● Problem description: When checking the entries below, count every line with the word "presentazioni", then give only that number.

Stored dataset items
*****
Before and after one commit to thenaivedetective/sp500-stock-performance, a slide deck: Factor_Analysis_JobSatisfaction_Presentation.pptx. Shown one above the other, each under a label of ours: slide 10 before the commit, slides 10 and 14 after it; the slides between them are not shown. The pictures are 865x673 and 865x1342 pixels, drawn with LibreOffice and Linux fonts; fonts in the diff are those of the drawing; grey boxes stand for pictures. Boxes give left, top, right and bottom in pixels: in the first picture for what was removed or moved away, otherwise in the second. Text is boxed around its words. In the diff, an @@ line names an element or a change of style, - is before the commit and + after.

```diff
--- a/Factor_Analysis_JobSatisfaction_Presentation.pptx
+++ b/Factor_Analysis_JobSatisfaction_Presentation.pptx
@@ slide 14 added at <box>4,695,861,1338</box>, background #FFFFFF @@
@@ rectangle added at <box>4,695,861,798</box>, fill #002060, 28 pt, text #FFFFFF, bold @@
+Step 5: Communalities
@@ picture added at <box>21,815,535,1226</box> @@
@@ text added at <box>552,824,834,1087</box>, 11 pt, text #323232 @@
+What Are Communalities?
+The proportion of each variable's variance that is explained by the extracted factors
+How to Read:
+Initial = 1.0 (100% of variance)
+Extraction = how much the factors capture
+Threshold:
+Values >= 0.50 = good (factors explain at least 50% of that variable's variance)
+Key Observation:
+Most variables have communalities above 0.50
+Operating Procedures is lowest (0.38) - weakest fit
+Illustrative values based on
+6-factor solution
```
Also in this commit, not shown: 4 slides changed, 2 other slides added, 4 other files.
*****
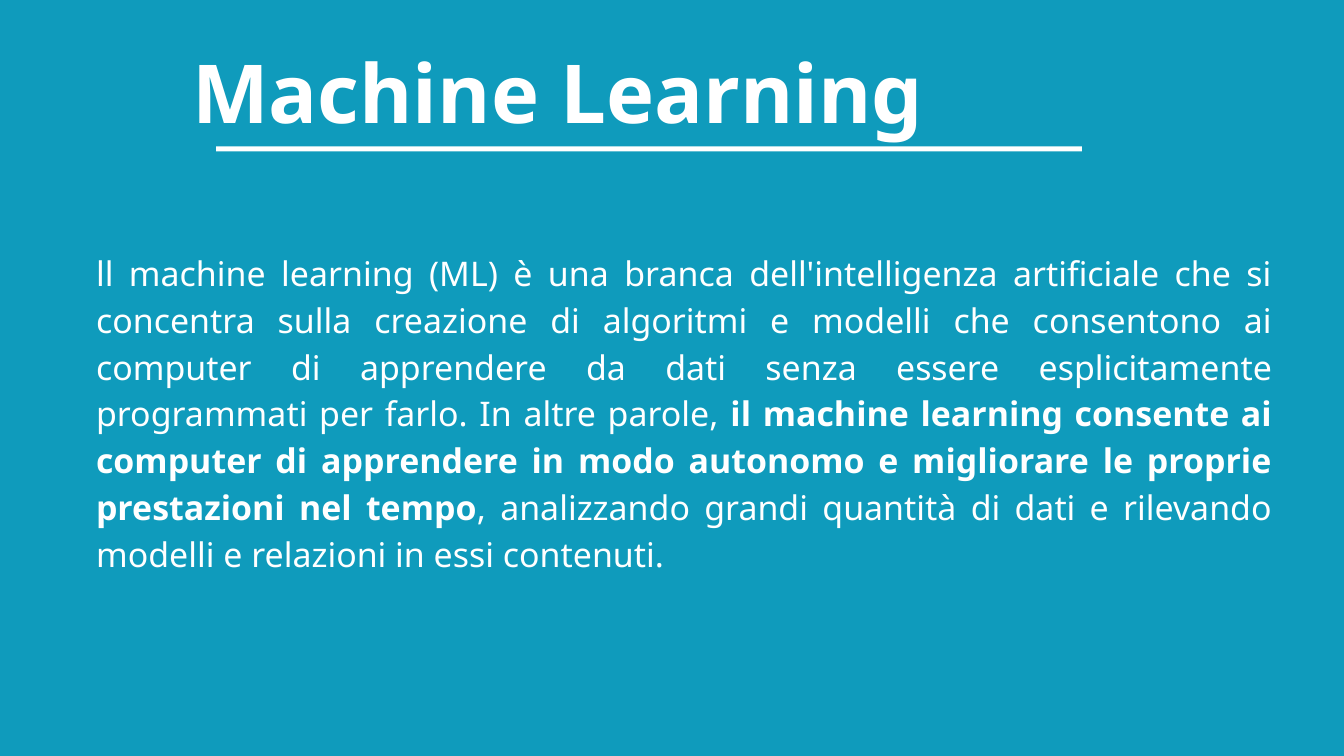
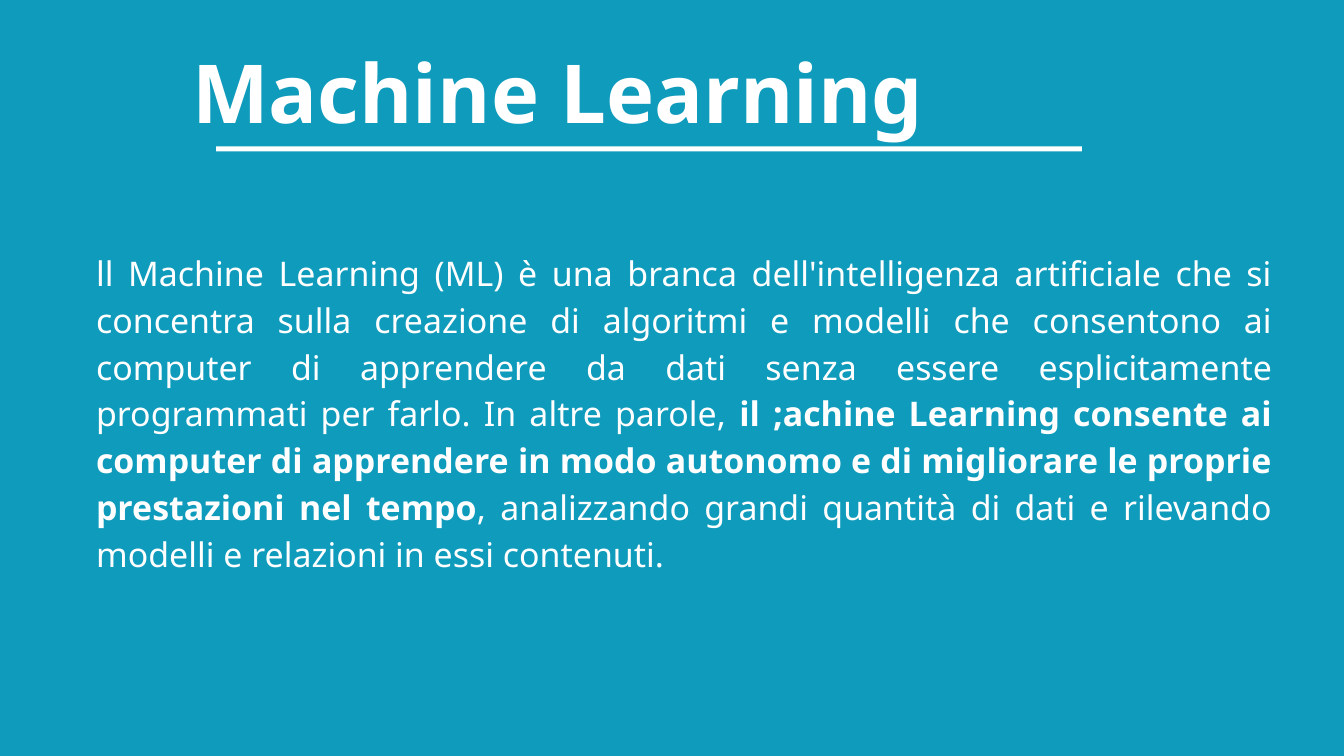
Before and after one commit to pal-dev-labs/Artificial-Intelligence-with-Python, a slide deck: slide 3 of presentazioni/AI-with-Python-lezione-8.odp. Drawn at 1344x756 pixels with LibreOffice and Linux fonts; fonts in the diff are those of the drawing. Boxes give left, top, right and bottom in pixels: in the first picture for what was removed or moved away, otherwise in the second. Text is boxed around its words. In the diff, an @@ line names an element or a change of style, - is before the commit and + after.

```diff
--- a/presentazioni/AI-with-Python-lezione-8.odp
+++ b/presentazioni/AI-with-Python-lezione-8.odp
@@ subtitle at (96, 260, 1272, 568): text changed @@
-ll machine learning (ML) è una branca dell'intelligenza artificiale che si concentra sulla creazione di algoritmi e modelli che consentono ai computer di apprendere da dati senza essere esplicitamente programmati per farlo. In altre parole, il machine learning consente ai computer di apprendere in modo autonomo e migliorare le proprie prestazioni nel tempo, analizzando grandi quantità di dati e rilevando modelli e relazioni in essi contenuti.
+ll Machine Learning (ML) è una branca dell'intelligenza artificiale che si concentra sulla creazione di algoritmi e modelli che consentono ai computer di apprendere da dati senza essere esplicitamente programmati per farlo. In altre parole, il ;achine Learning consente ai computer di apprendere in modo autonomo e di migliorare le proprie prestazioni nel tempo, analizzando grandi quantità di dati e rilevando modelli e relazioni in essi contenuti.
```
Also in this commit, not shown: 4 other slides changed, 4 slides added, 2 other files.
*****
● Solution to this problem: 3